# What NOT to do when cutting your new yard for the first time...



## klein444 (Jun 11, 2004)

We moved into our new house last week (new to us that is) and after a long day of moving boxes I decided last minute to cut the grass. We have gone from 3 acres to less than 1 – so I was looking forward to the shorter mow time. Lots of trees and lake front is what we gained for the trade of on acreage

The lot is flat at top where our house is then steep slope down the left side of house to the wooded section. That is more mountain goat territory than a yard if you know what I mean. Fortunately the last owners built an awesome set of stairs and a screened in gazebo half way down those stairs. That takes you down the steep wooded hill to the lakefront where I have about 70 feet of lake frontage on the water. The area to cut down there is about 25’ X 70’. 

You would drive your tractor down the road to get access to the water area for cutting. 

Well with the scene established there I was…

I cut the small back yard in 5 minutes, then moved to the front yard and was done in 10 minutes. Boy all that was left was a quick trip down the road to the lake area! 

But no….. I decided to mow along the gravel drive that leads around to the back of the house. Mind you it is a pretty good grade but I motored up it with no wheel spin so what would it hurt to mow along the edge of the woods and clear off some of that overgrowth – right?

Obviously I was paying more attention to the left side of the mower making sure I was not going to run over anything in the woods I did not want to. That my friends is when I felt gravity – you know, like I’m on a roll a coaster and about to drop down the big drop kind of gravity – YIKES!

I looked up and I was cresting the edge of the drop into the woods with the staircase and the lake at the bottom! Man I hit the brakes – no avail as I started to power slide in the loose gravel – PRASE GOD that I had the presence of mind to crank the wheel to the right and the tractor stopped just before crashing into the stairs. So there I am – looking around to see if any one saw my brilliant move. Then I try reverse and spin. I knew that would happen. So tractor stuck, I’m safe, no damage to the property, only to my pride. 

I was home alone so I got my old 91’ crown vic and backed it down the driveway. I tied a tow strap around the rear hitch plate on the DGT6000 and then to my rear bumper mount on the car. That is when I had a funny sight – looking in my rear view mirror at first I saw nothing but tree tops from the slope down. I eased the gas and felt the tow strap tighten and then little more gas, still only seeing tree tops in the mirror, I give the car a little more gas and ‘POP’ up comes the rear of the tractor in the mirror.
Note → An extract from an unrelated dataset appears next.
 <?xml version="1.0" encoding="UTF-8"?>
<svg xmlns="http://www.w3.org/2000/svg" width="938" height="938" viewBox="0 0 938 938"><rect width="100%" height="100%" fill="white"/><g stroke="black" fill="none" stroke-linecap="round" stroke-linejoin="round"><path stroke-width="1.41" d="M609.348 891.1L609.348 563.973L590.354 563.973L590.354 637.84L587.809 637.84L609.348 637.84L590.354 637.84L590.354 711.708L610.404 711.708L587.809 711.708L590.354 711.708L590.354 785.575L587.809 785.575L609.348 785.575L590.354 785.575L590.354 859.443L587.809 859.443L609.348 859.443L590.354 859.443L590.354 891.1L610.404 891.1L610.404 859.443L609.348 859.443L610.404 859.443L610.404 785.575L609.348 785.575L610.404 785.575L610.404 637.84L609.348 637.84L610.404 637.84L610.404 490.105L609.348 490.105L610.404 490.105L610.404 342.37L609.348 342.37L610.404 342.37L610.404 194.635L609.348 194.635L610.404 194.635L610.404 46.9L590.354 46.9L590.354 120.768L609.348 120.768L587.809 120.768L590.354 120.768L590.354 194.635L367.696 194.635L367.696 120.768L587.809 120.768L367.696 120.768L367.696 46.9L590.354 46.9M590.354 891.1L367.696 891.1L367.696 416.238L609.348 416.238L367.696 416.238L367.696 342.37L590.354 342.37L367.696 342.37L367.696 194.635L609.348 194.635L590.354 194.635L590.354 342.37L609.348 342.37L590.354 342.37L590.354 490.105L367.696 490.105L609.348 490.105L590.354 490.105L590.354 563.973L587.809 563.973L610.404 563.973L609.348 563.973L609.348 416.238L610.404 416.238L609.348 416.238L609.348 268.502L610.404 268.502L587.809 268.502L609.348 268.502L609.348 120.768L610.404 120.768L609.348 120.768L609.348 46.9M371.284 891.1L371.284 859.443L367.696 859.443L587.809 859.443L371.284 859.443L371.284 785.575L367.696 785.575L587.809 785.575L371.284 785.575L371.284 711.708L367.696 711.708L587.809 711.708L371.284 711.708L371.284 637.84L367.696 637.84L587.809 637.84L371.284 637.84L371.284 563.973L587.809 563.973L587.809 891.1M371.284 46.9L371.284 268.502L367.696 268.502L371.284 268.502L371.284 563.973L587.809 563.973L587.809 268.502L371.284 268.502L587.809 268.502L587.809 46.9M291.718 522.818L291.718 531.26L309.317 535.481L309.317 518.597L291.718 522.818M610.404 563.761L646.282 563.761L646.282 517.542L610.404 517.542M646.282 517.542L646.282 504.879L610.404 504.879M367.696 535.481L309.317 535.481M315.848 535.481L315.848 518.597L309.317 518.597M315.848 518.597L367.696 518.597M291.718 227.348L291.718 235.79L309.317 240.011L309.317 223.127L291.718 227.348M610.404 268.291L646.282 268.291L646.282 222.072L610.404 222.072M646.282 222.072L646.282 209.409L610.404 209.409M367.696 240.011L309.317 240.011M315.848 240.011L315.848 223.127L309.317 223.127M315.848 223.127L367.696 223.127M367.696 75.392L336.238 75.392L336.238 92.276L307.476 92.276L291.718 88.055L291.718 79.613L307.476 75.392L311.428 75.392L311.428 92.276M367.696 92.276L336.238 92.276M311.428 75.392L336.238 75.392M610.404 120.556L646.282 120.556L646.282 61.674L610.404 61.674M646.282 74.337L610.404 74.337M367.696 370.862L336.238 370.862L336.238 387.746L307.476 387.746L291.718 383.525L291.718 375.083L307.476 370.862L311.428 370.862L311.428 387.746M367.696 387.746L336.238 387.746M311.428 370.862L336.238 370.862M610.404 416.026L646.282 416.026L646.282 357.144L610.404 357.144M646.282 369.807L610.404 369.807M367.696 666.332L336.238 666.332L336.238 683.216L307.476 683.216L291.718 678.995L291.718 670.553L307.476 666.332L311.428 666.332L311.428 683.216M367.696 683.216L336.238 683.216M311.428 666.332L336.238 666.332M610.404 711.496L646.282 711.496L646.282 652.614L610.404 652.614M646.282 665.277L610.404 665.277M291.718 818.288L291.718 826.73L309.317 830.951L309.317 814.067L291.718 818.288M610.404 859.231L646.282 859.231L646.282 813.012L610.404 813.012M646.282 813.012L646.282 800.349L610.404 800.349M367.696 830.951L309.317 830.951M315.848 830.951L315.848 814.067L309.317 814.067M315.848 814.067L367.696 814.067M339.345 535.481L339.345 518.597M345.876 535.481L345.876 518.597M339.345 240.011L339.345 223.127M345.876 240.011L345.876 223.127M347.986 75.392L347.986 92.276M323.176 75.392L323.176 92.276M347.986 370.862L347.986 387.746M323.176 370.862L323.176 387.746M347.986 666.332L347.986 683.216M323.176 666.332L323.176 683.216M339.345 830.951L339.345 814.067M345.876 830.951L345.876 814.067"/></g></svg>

Popped up like a piece of toast in the morning. Man I felt better. I pulled it a little further into the grass and unhooked the strap. No harm no fowl. I have the skid marks in the gravel from the slide to remind me. 

And no – I haven’t told my wife about it. At least not yet : ) 

GOD BLESS!


----------



## Fordfarm (Dec 27, 2005)

Yeah, I been there! That "gravity" feeling you mentioned is NOT a fun feeling! Glad to see everything turned out ok - and we won't tell the wife (unless we get a chance  )! Be careful out there! Thanks for the story!


----------



## Live Oak (Dec 22, 2003)

Great story! :thumbsup: Glad you or your machine were not hurt as well. Your story is safe with me.  What happens in the gravel, stays in the gravel! Better skid marks in the gravel than in your draws!  Sounds like a real nice place you moved to.


----------



## ironhat (Sep 20, 2003)

See, it's posts like this that make us all feel better because someone else has had a near-stupid (LOL) experience. God bless, ya done good and He did his part as well!!
Later,
Chiz


----------



## HYDROGUARDIAN16 (Feb 14, 2007)

MY snowmobile a Yamaha 600's ski went through the ice, it was stuck. hooked it up to the honda ridgeline and the tow hook bent and flew like toast out of the toaster into the truck. like a bullet actually. DENT AHHH :argh: then we tried again with a ski rope , it snapped and it was a thick rope. We got a tow truck and pulled it out no damage no loss just a wet ski. glad it wasnt on the bottom of the lake. only 1 foot of shore depth than God. this was in vilas County wisconsin.


----------